What is polygenic testing?
The new technology is known as a polygenic risk score.
Scientists spent decades going through our genes one by one to see if they made us more likely to get sick. These genetic tests are very useful for conditions caused by an error in a single gene, such as Huntington's disease and cystic fibrosis.
Consumer DNA tests such as 23andMe (not available in Australia) also look at a small number of genes and try to gauge your risk for various conditions, although doctors warn the accuracy of their test is not always great.
But for most diseases and conditions, it turns out that single genetic variants only have a very small effect on risk. That is, the function of individual genes matter far less than the overall picture drawn by your DNA.
"You get all these small effects spread across the genome," says Dr Inouye from the Baker Heart and Diabetes Institute.
We're still not sure why this is, nor what all these small effects are caused by.
But rather than worrying about that, scientists have focused on turning this insight into a clinically useful product: a polygenic risk score.

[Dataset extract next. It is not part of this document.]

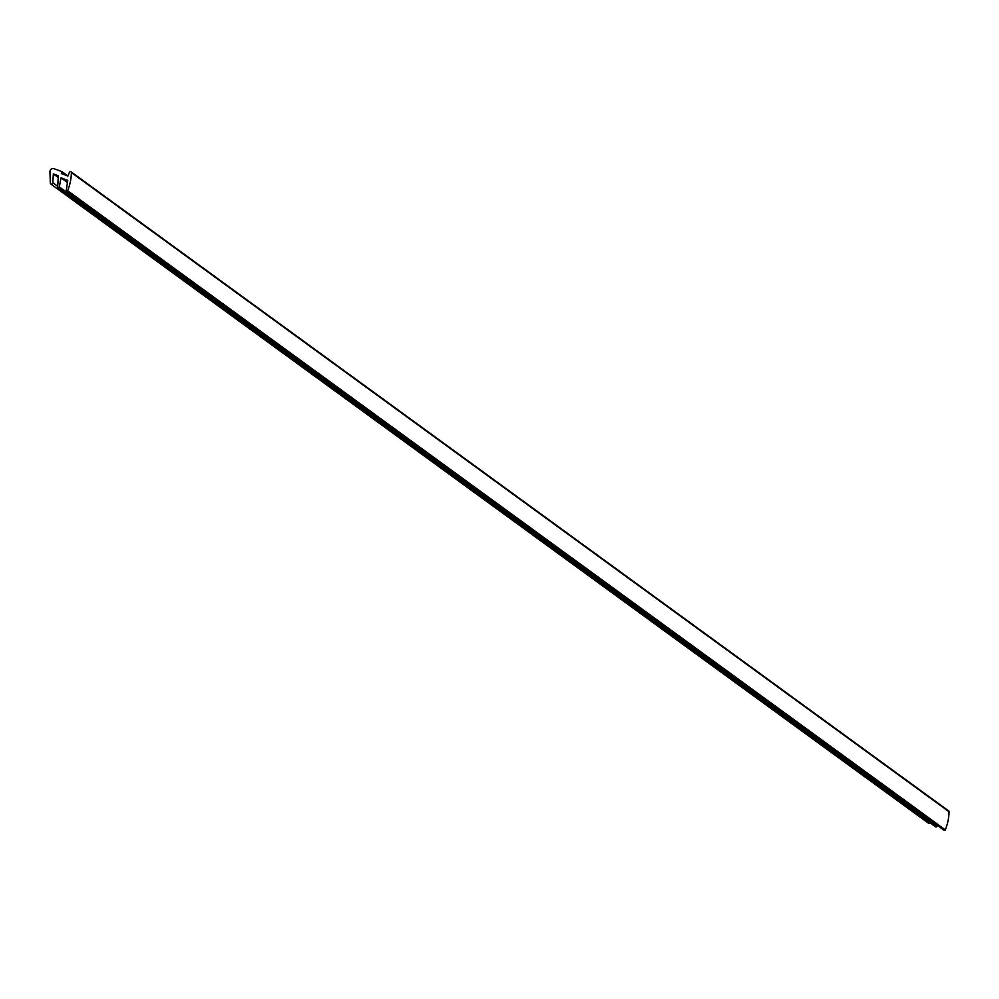 <?xml version="1.0" encoding="UTF-8"?>
<svg xmlns="http://www.w3.org/2000/svg" width="999" height="999" viewBox="0 0 999 999"><rect width="100%" height="100%" fill="white"/><g stroke="black" fill="none" stroke-linecap="round" stroke-linejoin="round"><path stroke-width="1.5" d="M943.905 829.907A0.812 0.687 -53.9 0 0 945.304 829.882A47.877 40.06 -53.9 0 0 949.05 811.737A1.186 0.999 -53.9 0 0 948.688 810.951L71.029 171.778A1.186 0.999 -53.9 0 0 69.343 172.465L67.944 176.036L61.351 173.551L62.188 171.766L67.969 175.974M58.254 177.472L53.334 173.888L58.354 175.774L57.692 186.975A0.924 0.774 -53.9 0 0 59.328 186.9L61.014 177.822L67.757 180.369L66.246 190.522A0.812 0.687 -53.9 0 0 67.645 190.709A47.877 40.06 -53.9 0 0 71.391 172.565A1.186 0.999 -53.9 0 0 71.029 171.778M935.351 826.285A0.924 0.774 -53.9 0 0 937 826.073L937.149 825.249M62.188 171.766L53.871 168.631A2.972 2.485 -53.9 0 0 49.95 171.878L50.325 183.129A1.386 1.161 -53.9 0 0 52.81 182.717L53.334 173.888M927.984 822.302A1.386 1.161 -53.9 0 0 930.119 822.789M61.014 177.822L67.445 182.505M52.81 182.717L57.73 186.301M937 826.073L59.328 186.9M71.391 172.565L949.05 811.737M945.304 829.882L67.645 190.709M944.155 830.356L66.496 191.184M935.638 826.797L57.979 187.625M50.749 183.978L928.408 823.164"/></g></svg>
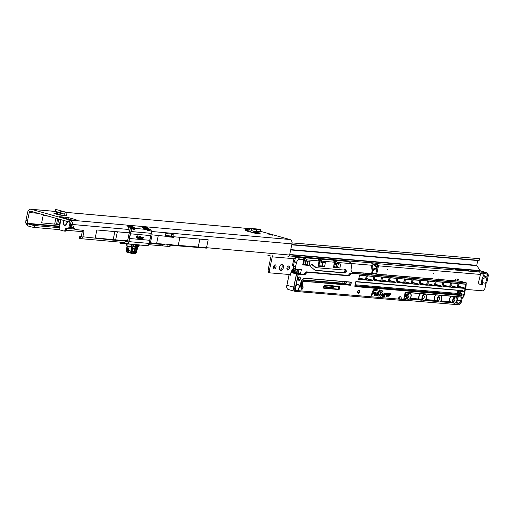 <?xml version="1.0" encoding="UTF-8"?>
<svg xmlns="http://www.w3.org/2000/svg" width="514" height="514" viewBox="0 0 514 514"><rect width="100%" height="100%" fill="white"/><g stroke="black" fill="none" stroke-linecap="round" stroke-linejoin="round"><path stroke-width="0.77" d="M63.171 220.294L63.543 223.506L64.539 225.569L66.28 224.29C64.912 226.147 63.987 225.89 63.511 223.519L63.132 220.281M63.736 217.84L63.646 217.968A2.101 2.082 -38.1 0 1 64.295 218.219M272.478 235.155L268.912 234.57L272.478 235.155M55.968 214.055L56.09 213.471L53.957 213.477L59.136 214.942L65.053 215.707L64.713 213.959L62.149 213.74L60.254 212.7L61.134 210.894L63.029 211.935L65.13 211.986A2.435 1.433 -74.4 0 1 65.252 212.012A2.435 1.433 -74.4 0 1 66.1 213.297L66.351 215.199A1.24 0.726 105.6 0 0 66.781 215.854A1.24 0.726 105.6 0 0 66.859 215.867L65.053 215.707M56.09 213.471L57.472 213.593L57.324 212.449M249.277 230.002L245.435 229.315L245.229 230.278L248.333 231.146M260.881 234.005L257.591 232.945L257.424 233.742M250.003 231.93L250.993 230.632A0.411 0.334 95 0 1 251.275 230.497L251.693 228.524A2.435 1.96 -85 0 0 251.442 228.486A2.435 1.96 -85 0 0 249.83 229.276L248.603 230.889A1.24 0.996 95 0 1 247.632 231.268L256.589 233.626L260.894 234.05M257.353 233.735L257.527 232.926L255.773 232.437L256.415 231.596M61.603 217.249L59.373 216.632L68.381 217.608L75.738 219.664L76.213 219.851L75.314 219.902L77.588 220.654L70.598 219.761M256.377 231.647L259.152 232.341L256.062 232.058M59.457 229.649L34.297 227.426A8.25 1.394 -161.6 0 1 27.332 225.723L27.962 223.834L25.7 222.877A8.25 4.851 -74.4 0 1 25.983 220.217L27.698 212.102A3.669 2.949 95 0 1 30.879 209.243A3.669 2.949 95 0 1 31.309 209.32L69.107 219.863A9.695 0.855 11.9 0 0 69.898 220.076L69.486 222.048L71.163 224.078A9.695 5.705 105.6 0 0 74.53 229.16L76.104 229.597A9.695 5.705 105.6 0 0 76.721 229.713L83.242 230.285A1.651 0.97 -74.4 0 1 83.352 230.304A1.651 0.97 -74.4 0 1 83.885 231.981L82.876 236.774A2.435 1.96 95 0 1 80.762 238.669A2.435 1.96 95 0 1 80.749 238.663L79.586 238.547L79.786 236.536L81.058 236.639M128.918 229.842A0.822 0.488 -74.4 0 1 128.744 229.469L128.77 228.858A3.669 2.949 -85 0 0 126.579 225.087L131.468 225.517A3.669 2.949 95 0 1 133.332 227.265M143.393 229.135A3.669 2.949 -85 0 0 141.241 226.378L146.13 226.815A3.669 2.949 95 0 1 148 228.563M260.617 231.358L289.857 239.511A3.669 2.949 -85 0 1 291.965 243.887L289.613 255.04A2.435 1.96 -85 0 1 287.949 256.91L287.48 256.929L287.949 256.91M65.715 212.321L248.352 228.537M69.107 219.863L68.69 221.83A9.695 0.855 11.9 0 0 69.486 222.048M68.69 221.83L30.891 211.293A1.651 1.324 95 0 0 30.699 211.254A1.651 1.324 95 0 0 29.272 212.539L38.209 213.329M63.646 217.968L68.458 219.163M64.725 218.534L60.517 216.947M71.35 225.1L70.559 225.415M48.11 216.092L43.157 215.61L41.628 222.851L54.664 224.117L55.897 218.264M43.157 215.61L47.886 216.028M59.656 226.173L27.274 223.314A8.25 4.851 -74.4 0 1 27.557 220.654L29.272 212.539M125.679 241.105A2.435 1.96 95 0 1 123.733 242.467A2.435 1.96 95 0 1 123.72 242.46L80.782 238.669M82.876 236.774L113.022 240.128L113.157 239.665L95.212 237.86L96.876 229.97L129.245 232.829M152.112 234.847L166.26 236.318L152.112 234.847L150.313 243.199L156.462 243.964L156.597 243.507L149.426 242.653M165.103 235.997A0.822 0.488 -74.4 0 1 165.123 235.553L165.373 234.352A0.822 0.488 -74.4 0 1 166.035 233.587L172.877 234.191A0.822 0.488 -74.4 0 1 172.929 234.204A0.822 0.488 -74.4 0 1 173.199 235.039L172.942 236.247A0.822 0.488 -74.4 0 1 172.775 236.671L208.183 239.8A410.513 36.089 11.9 0 0 199.888 239.106L172.775 236.671M71.163 224.078L72.737 224.515A9.695 5.705 105.6 0 0 76.104 229.597M171.618 234.082A0.822 0.488 -74.4 0 1 171.625 234.602L171.368 235.81A0.822 0.488 -74.4 0 1 171.201 236.234L172.357 236.556A0.822 0.488 -74.4 0 1 171.869 236.89L166.279 236.395M82.169 230.195A1.651 0.97 -74.4 0 1 82.311 231.544L81.302 236.331A0.411 0.334 95 0 1 80.936 236.652L79.786 236.536M161.255 245.782L148.899 244.69L161.235 245.776A2.435 1.96 -85 0 0 161.255 245.782A2.435 1.96 -85 0 0 163.137 244.555M126.251 240.629L127.562 240.745M164.955 244.054L170.635 244.555L164.91 244.066M127.556 240.764L126.245 240.648M170.442 244.78L169.864 244.703L170.609 244.446M169.864 244.703L169.247 244.529L169.061 246.469A2.435 1.96 95 0 1 169.061 246.469A2.435 1.96 95 0 0 171.001 245.159L172.203 245.358L172.184 244.882A0.822 0.488 -74.4 0 0 171.952 244.658A0.822 0.488 -74.4 0 0 171.901 244.651L165.052 244.047A0.822 0.488 -74.4 0 0 164.686 244.221L164.39 244.664L156.462 243.964M179.894 237.526L178.095 245.878L172.203 245.358M126.579 225.087L69.898 220.076C71.793 220.904 72.737 222.389 72.737 224.515L128.744 229.469M166.26 236.318A0.822 0.488 -74.4 0 0 166.542 236.716A0.822 0.488 -74.4 0 0 166.594 236.723L173.443 237.333A0.822 0.488 105.6 0 0 173.931 236.999M247.562 228.518L250.504 228.691M27.332 225.723L25.7 222.877M34.297 227.426L34.926 225.537L59.335 227.696M67.193 228.389L74.074 229M66.261 230.253L82.285 231.666M34.926 225.537A8.25 1.394 -161.6 0 1 27.962 223.834L59.56 226.623M169.093 246.469L161.415 245.782M169.247 244.529L168.765 244.407M256.589 232.084L256.133 231.968M208.183 239.8L206.519 247.697A2.435 1.96 -85 0 1 206.384 248.153A410.557 36.096 11.9 0 0 198.089 247.459L178.095 245.878M158.261 235.611L156.597 243.507L164.686 244.221M129.232 232.881L96.876 229.97M127.697 240.166L126.804 240.102L126.084 241.13L113.022 240.128M117.333 231.994L115.528 240.346M114.821 231.775L113.157 239.665L126.232 240.674M59.99 224.579L59.431 224.534A82.503 7.254 -168.1 0 1 57.684 224.393L56.501 224.284A82.503 7.254 -168.1 0 1 54.664 224.117M70.116 222.363L68.934 227.342A1.24 0.996 95 0 1 67.719 228.274L66.852 228.036A1.24 0.996 -85 0 0 65.734 228.672L64.95 230.388A1.24 0.996 95 0 1 63.832 231.024L59.887 229.925A1.24 0.996 95 0 1 59.174 228.447L60.967 219.459M67.456 228.203A1.24 0.996 -85 0 0 66.929 228.775L66.152 230.497A1.24 0.996 95 0 1 65.034 231.133M70.958 223.519L70.135 227.445A1.24 0.996 95 0 1 68.915 228.383M70.302 219.677L68.105 219.067A2.101 0.424 -79.1 0 0 68.073 219.048L68.073 219.048A2.101 0.424 -79.1 0 0 68.034 219.054M64.488 218.277A2.101 2.082 141.9 0 0 63.498 217.782L61.307 217.171M63.318 220.333L63.511 223.519M258.041 229.302L257.456 229.038A2.435 1.96 -85 0 0 257.212 228.993L251.442 228.486M251.693 228.524L254.077 229.353L260.534 229.52L260.54 231.525L254.257 231.371L251.275 230.497M255.066 233.247A3.257 2.621 -85 0 0 255.535 232.752L255.773 232.437M258.452 231.698L260.521 231.576M259.114 231.801L253.312 231.242M249.142 229.886L245.435 229.315M248.365 231.12L246.701 229.668M57.414 209.885L57.549 209.873A2.435 1.433 -74.4 0 1 57.671 209.898L65.252 212.012M55.107 211.28L55.891 209.429L61.134 210.894M55.737 209.455L55.242 211.305L60.254 212.7M57.639 214.524A3.257 1.915 -74.4 0 1 57.523 213.965L57.472 213.593M55.088 211.331L56.154 212.064M62.907 213.952L55.763 211.961M65.13 211.986L64.713 213.959L65.066 211.98M129.74 230.484L129.001 230.42L129.618 229.944A0.411 0.334 95 0 1 129.862 229.886M131.057 253.241L128.718 252.592A0.822 0.488 -74.4 0 1 128.667 252.58A0.822 0.488 -74.4 0 1 128.371 252.021L129.027 247.324L128.224 250.427A0.662 0.385 105.6 0 0 128.198 250.652L128.217 252.361A0.662 0.385 105.6 0 0 128.494 252.817L129.984 252.946M133.685 246.797L133.724 246.129L134.045 245.763L134.141 246.135L133.724 246.81L133.621 246.444M134.045 245.763L133.595 246.778M134.97 245.943L134.79 246.893L134.906 246.174L134.572 246.245M134.417 246.129L134.302 246.848L134.417 246.129L134.083 246.206M133.126 245.679L133.512 245.711L132.959 246.733M132.419 249.027L132.644 248.288L133.55 248.365L133.274 249.161L132.83 249.123L133.094 248.333L132.824 249.123L132.406 249.084M144.852 228.601L144.858 228.132L145.462 228.3L145.982 227.766L148.533 229.064L149.471 230.715L147.608 230.548L145.7 228.814L143.811 227.92M127.729 225.774L130.325 225.999L133.871 227.766L134.803 229.417L132.946 229.25L130.402 227.464A3.302 2.654 95 0 1 130.8 227.708L130.877 228.068L130.299 228.145L127.678 240.578A1.401 1.124 95 0 1 126.296 241.638L125.519 241.419M131.128 227.567L127.992 226.179M132.432 244.375A0.411 0.334 -85 0 0 132.156 244.69L131.565 252.959L135.76 253.331L136.621 251.783M120.398 242.171L120.437 243.077L126.765 243.707A2.313 1.857 -85 0 0 128.834 241.625A45.052 36.218 95 0 1 129.265 238.477L130.254 233.786L150.686 235.592M145.263 229.302L135.67 228.492L134.912 228.068A3.302 2.654 -85 0 0 134.507 227.824L133.499 228.132L134.623 229.205L131.391 227.702M150.204 229.752L149.574 229.366A3.302 2.654 -85 0 0 149.169 229.122L148.16 229.43L149.291 230.503L146.008 228.968M129.265 238.477L149.696 240.282M140.059 236.389L139.23 236.723L139.66 236.761L139.268 237.802L139.66 238.406L139.911 236.787L140.483 236.427L140.091 236.119M140.74 237.809L141.157 237.256L140.528 237.205A0.642 0.379 105.6 0 0 140.264 238.457L141.003 238.522L141.658 237.712L141.434 237.282L140.9 238.111L140.335 238.053L141.087 237.25M142.449 237.963L142.866 237.41L142.237 237.352A0.642 0.379 105.6 0 0 141.973 238.612L142.712 238.676L143.367 237.86L143.136 237.429L142.609 238.258L142.044 238.207L142.789 237.404M139.307 236.048L138.529 238.303L139.037 237.943L138.626 237.847L139.307 236.048M137.829 236.96L137.315 237.629L137.431 238.207L138.041 238.265L138.51 237.025L137.938 237.847L137.527 237.751L137.829 236.96M136.563 236.414L135.934 238.078L136.506 237.256L137.257 237.32L137.411 236.928L136.653 236.858L136.775 236.536L138.324 235.965L137.161 235.862A0.822 0.482 105.6 0 0 136.563 236.414M128.371 250.44L130.813 251.121L131.725 246.771L127.196 246.322L126.283 249.836L127.035 246.257L126.296 243.758L127.035 246.257L127.125 244.465M132.291 246.881L131.725 246.771L130.819 244.208L133.235 244.78A0.411 0.334 95 0 1 133.505 244.465M139.333 244.985L138.356 245.563M128.371 252.021L130.813 252.702L130.8 251.262L131.378 251.23L128.352 250.581M138.883 244.94A0.411 0.334 -85 0 0 138.613 245.255L136.082 245.082L134.829 251.025L135.664 251.262L136.814 244.76M136.043 253.087L136.711 251.776A0.411 0.411 0 0 0 136.737 251.693L137.585 247.305M139.525 244.979L138.613 245.255L137.572 247.35M127.241 250.267L126.315 249.862M150.769 229.867L150.339 229.784M123.803 242.467L121.465 242.184M128.301 226.546L130.402 227.464L128.397 226.732M129.74 225.633L127.299 225.415M132.471 226.886L130.627 225.897M142.969 227.837L145.064 228.756A3.302 2.654 95 0 1 145.468 229M145.327 227.214L141.96 226.713L144.389 226.918M147.139 228.184L144.35 226.918M129.47 226.77L130.196 226.835L130.273 226.456L128.333 226.282M130.183 227.304L130.196 226.835L130.845 226.79L130.26 226.513M144.138 228.068L144.858 228.132L144.993 227.297L145.982 227.766M130.794 227.002L131.738 227.31A0.822 0.662 -85 0 1 131.828 227.349L130.832 226.822M145.462 228.3L146.188 228.499L145.501 228.113M145.918 228.916L146.406 228.608L146.079 228.987A0.411 0.334 -85 0 1 146.124 229.006L146.561 228.132M145.301 229.135A3.135 2.519 -85 0 0 144.916 228.903L145.751 228.826L147.37 230.317L149.291 230.503A0.411 0.334 -85 0 1 149.471 230.715M143.721 227.882L145.79 228.858M132.657 228.993L131.083 227.529L129.142 226.629M129.059 226.584L128.018 226.179M130.325 225.999L130.273 226.456M131.25 227.618L131.892 226.835M131.321 226.468L130.845 226.79M133.916 245.724L134.013 246.097M133.82 245.936L133.762 246.649L133.807 245.93M136.653 236.858L137.013 236.241L138.112 236.344L138.26 235.958M135.94 238.066L136.441 237.237L137.341 236.922M137.476 237.789L137.758 236.954M137.463 238.213L137.977 238.245L138.439 237.018M138.574 237.892L139.243 236.048M138.555 238.31L138.966 237.937M142.025 238.2L142.256 237.764M141.973 238.612L141.909 238.592A0.642 0.379 105.6 0 0 141.909 238.592L142.648 238.657L143.451 237.462M140.271 238.04L140.553 237.609M140.264 238.457L140.2 238.438A0.642 0.379 105.6 0 0 140.2 238.438L140.939 238.509L141.742 237.307M139.422 237.963L140.412 236.421M139.41 238.38L139.737 238.008M139.23 236.71L139.66 236.761M128.763 229.244L129.001 230.42M127.915 247.041L127.26 250.157A0.662 0.385 105.6 0 0 127.234 250.382L127.254 252.091A0.662 0.385 105.6 0 0 127.53 252.547L128.416 252.792M280.792 270.666A3.302 1.902 -74.5 0 1 280.593 270.634A3.302 1.902 -74.5 0 1 279.597 267.119A3.302 1.902 -74.5 0 1 282.147 264.235A3.302 1.902 -74.5 0 1 282.353 264.273A3.302 1.902 -74.5 0 1 283.349 267.788A3.302 1.902 -74.5 0 1 280.792 270.666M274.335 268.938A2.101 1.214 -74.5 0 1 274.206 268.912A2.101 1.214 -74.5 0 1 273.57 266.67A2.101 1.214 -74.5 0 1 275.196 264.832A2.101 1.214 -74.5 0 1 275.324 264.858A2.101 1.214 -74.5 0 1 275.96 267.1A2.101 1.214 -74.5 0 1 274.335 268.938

They have used supercomputers to add together all the tiny variations across a person's entire genome to work out their risk for various conditions.
Much of the pioneering work was done in agriculture, trying to predict which cows would produce the most valuable offspring; it was a natural step to take that into human health.
How does polygenic testing work?
A polygenic test will use a small sample of your DNA — usually taken via a cheek swab. That will be sent away for testing. Your GP will receive your results in a few weeks.
The results you get back won't tell you if you will develop, say, bowel cancer. It can only tell you whether you are at high, normal or low risk.
"The most important thing to recognise is these are predictors — they are not diagnostic," says Professor Naomi Wray, a statistical geneticist at the University of Queensland.
"Even if you're in the top 1 per cent for a risk score, most people in that group still won't get the disease."
Conversely, even if you're at low risk, there is still some chance you will get a disease.
The risk expressed in the test is based solely on your genes, and does not incorporate other risk factors such as obesity, diet and smoking status.
Currently, GPs offer risk scores based on those lifestyle factors, as well as a family history of, say, heart disease. The new genetic risk scores won't spell the end for these kind of assessments; in some cases, they will be more accurate.
But the genetic tests will be especially useful for people who do not know their family history for diseases — such as if their great-grandpa really did die of a heart attack.
How will the results be delivered?
The big question still unanswered: how will you receive your polygenic score?
With the science now mature, scientists — and governments — are now busy working out how to implement the technology in healthcare. This is the final hurdle that needs to be overcome before risk scores are widely rolled out.
The obvious solution is to give everyone a full readout of their risk scores for dozens of conditions. But how do you interpret being told you're at increased risk of a disease when the actual risk remains very low?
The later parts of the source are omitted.